A new world of software requires a new approach to innovation and problem-solving.
“Nobody ever got fired for IBM.”
It’s an unattributed, highly popular saying in some business circles, and it’s been kicking around for some time now.
The guiding notion here is simple, if inaccurate: Megavendors such as IBM, Microsoft, and Cisco are a safe bet. They’ll do the task, support the role, and spare the shot-callers from having their decisions second-guessed.
On its face, the logic seems solid enough, but there’s an insidious type of too-safe thinking buried in the message.
It’s a point of reference that tends to get in the way of progress. Conceptually, it’s the cousin of “if it ain’t broke, don’t fix it,” another unpopular mindset of modern enterprise.
In the world of business-led IT decisions, innovation isn’t just a thing that happens in response to outside-the-box thinking. It’s also about extending current resources – doing more with less – and going beyond what was previously thought possible.
So how can IT leaders fully embrace digital transformation when they’re also following the party line that says, “play it safe and do what’s always been done”?
When a company fails to embrace innovation, it fails to adopt flexible strategies that define its course towards modernization.
Unsurprisingly, businesses grappling with this reality also tend to get stuck with technology that does less than needed, while simultaneously costing more than it should.
In that regard, “nobody got fired for buying IBM” reflects a too-safe mindset that leads to different professional hazards for the business and the people running it.
WHAT DOES A SAFE CAREER DECISION LOOK LIKE FOR A CIO?
Of course, conventional thinking doesn’t overhaul itself overnight, and you can’t fault people for taking career-safe moves.

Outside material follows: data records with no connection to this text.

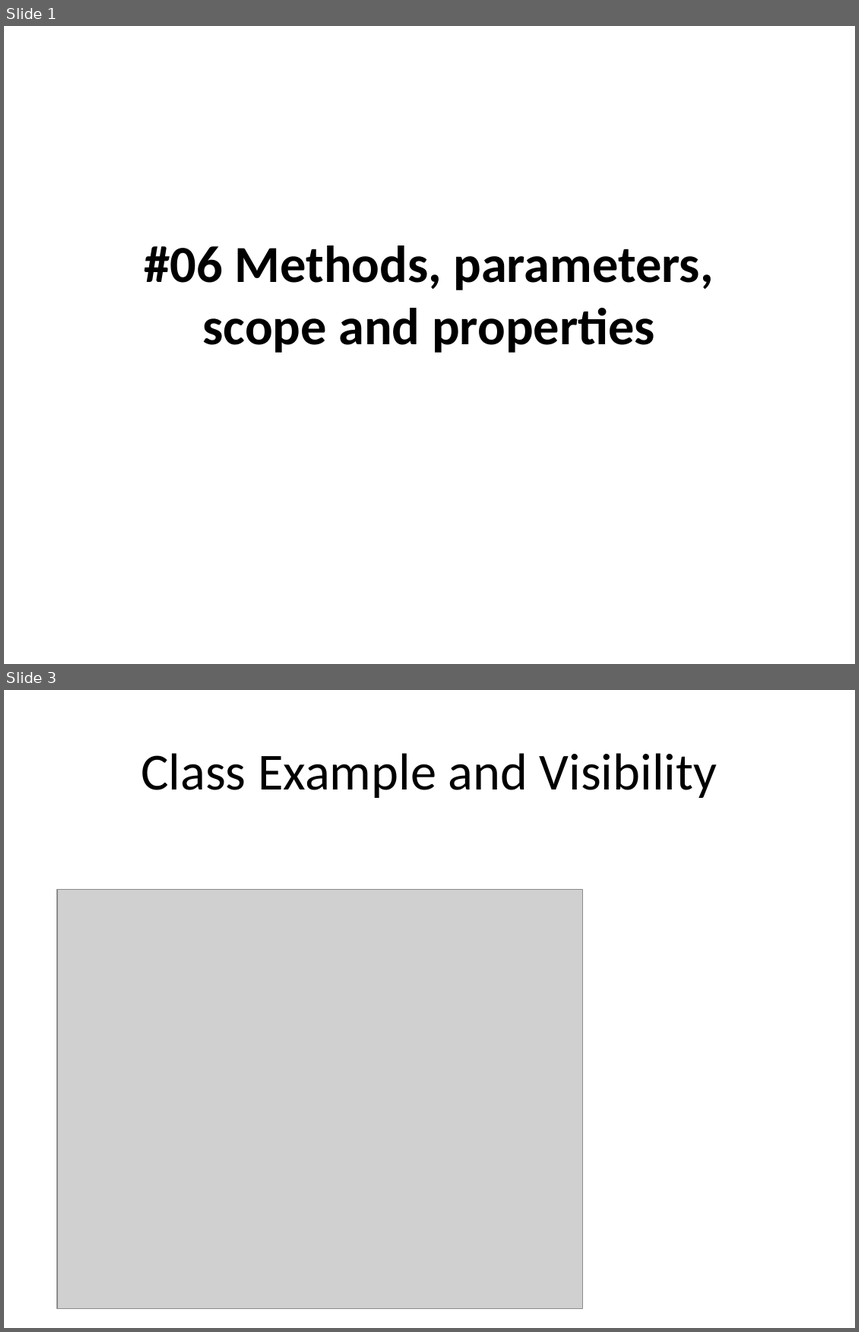
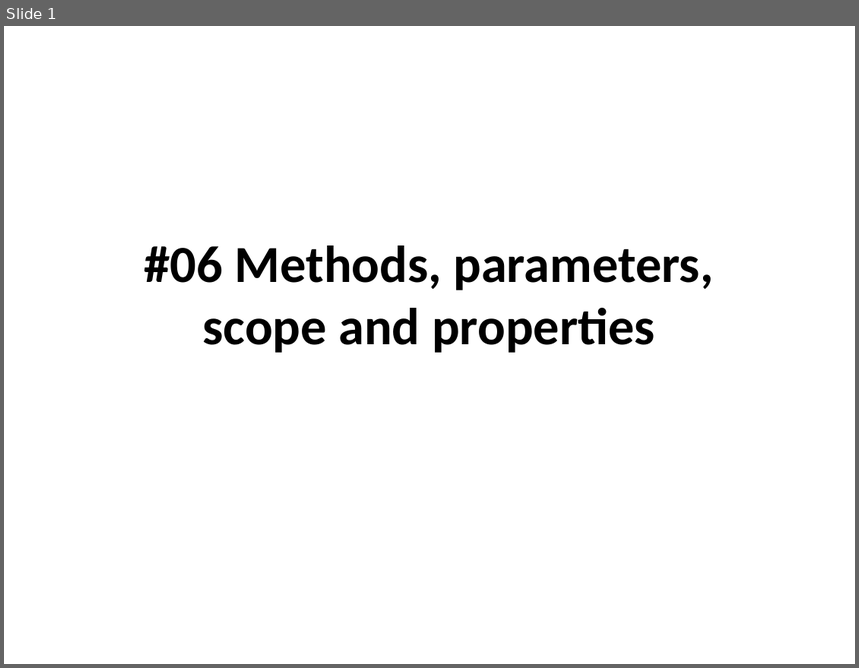
Before and after one commit to isurup/kalle-martin-group, a slide deck: OOPExam/06 Methods, parameters, scope and properties.pptx. Shown one above the other, each under a label of ours: slides 1 and 3 before the commit, slide 1 after it; the slides between them are not shown. The pictures are 859x1332 and 859x668 pixels, drawn with LibreOffice and Linux fonts; fonts in the diff are those of the drawing; grey boxes stand for pictures. Boxes give left, top, right and bottom in pixels: in the first picture for what was removed or moved away, otherwise in the second. Text is boxed around its words. In the diff, an @@ line names an element or a change of style, - is before the commit and + after.

```diff
--- a/OOPExam/06 Methods, parameters, scope and properties.pptx
+++ b/OOPExam/06 Methods, parameters, scope and properties.pptx
@@ slide 3 removed at [4, 690, 855, 1328], background #FFFFFF @@
@@ title removed at [141, 753, 718, 798] @@
-Class Example and Visibility
@@ picture removed at [56, 889, 583, 1309] @@
```
Also in this commit, not shown: 1 slide changed, 8 slides added, 6 other slides removed.

But the landscape is changing. The signs have been there for some time now.
Take this 2015 LinkedIn analysis from Paul Liesching, director of enterprise sales at Truphone. As Liesching said, the “nobody got fired” line of thinking gained prominence in the 1980s, an era dominated by FUD (fear, uncertainty, and doubt) tech sales techniques, not to mention a more monolithic technology acquisition model in general.
In more modern times, Liesching argued – and, again, he was saying this back in 2015 – consumerization and disintermediation have changed the status quo altogether.
- The ongoing consumerization of software (and everything else) is a continually escalating cost of doing business. Whether you call them customers, clients, end-users, or consumers, they always expect more in terms of product offerings and experience. As Liesching said in his piece, businesses caught up in too-safe thinking can’t innovate internal processes; how, then, can they be expected to meet eternally fluid consumer demands
- Slightly more complex, disintermediation dovetails with the notion of disruption. In the days when single systems managed huge portions of a company’s digital operations, toeing the “nobody got fired” line made sense. Today, with all sorts of hyperspecialized, highly functional alternatives pushed by tiny but capable vendors, the line to technology success is far more customizable, but significantly less straightforward than it used to be. For an example of the hybridized approach modern companies take, an organization might use standard upgrades to augment certain points of infrastructure, but apply continuous modernization techniques to keep other areas of the estate the same for long periods of time.
Putting it together, what appears to be the safest play might be anything but. It’s now up to IT leaders to figure out what that basic fact looks like in motion.
THIRD-PARTY SOFTWARE MAINTENANCE: A DIFFERENT KIND OF SAFE THINKING
In many cases, large swaths of a technology professional’s job – regardless of the title – come down to remediating the long-term impacts of “nobody got fired” thinking. That could include uptime concerns, licensing and audit issues, migration headaches, or any number of other real-world outcomes IT teams grapple with daily.
Third-party software maintenance (TPSM) companies exist to shore up the gaps megavendors leave behind, like when a newly hired CIO steps into a role with too little budget and terminal need for growth, or stakeholders hand down a directive to innovate, but also to spend a lot less.
And returning to the idea of disintermediation above, it’s easy to see why the industry is growing. The days of one-and-done procurement, where single vendors digitally control most every aspect of your productivity and customer experience, are gone.
Third-party software maintenance gives companies a quicker way out of the quagmire.
Instead of struggling to make trusted systems play nice with new ones or going down upgrade paths the business isn’t totally sold on, TPSM providers give businesses the flexibility to keep what works and do away with the rest.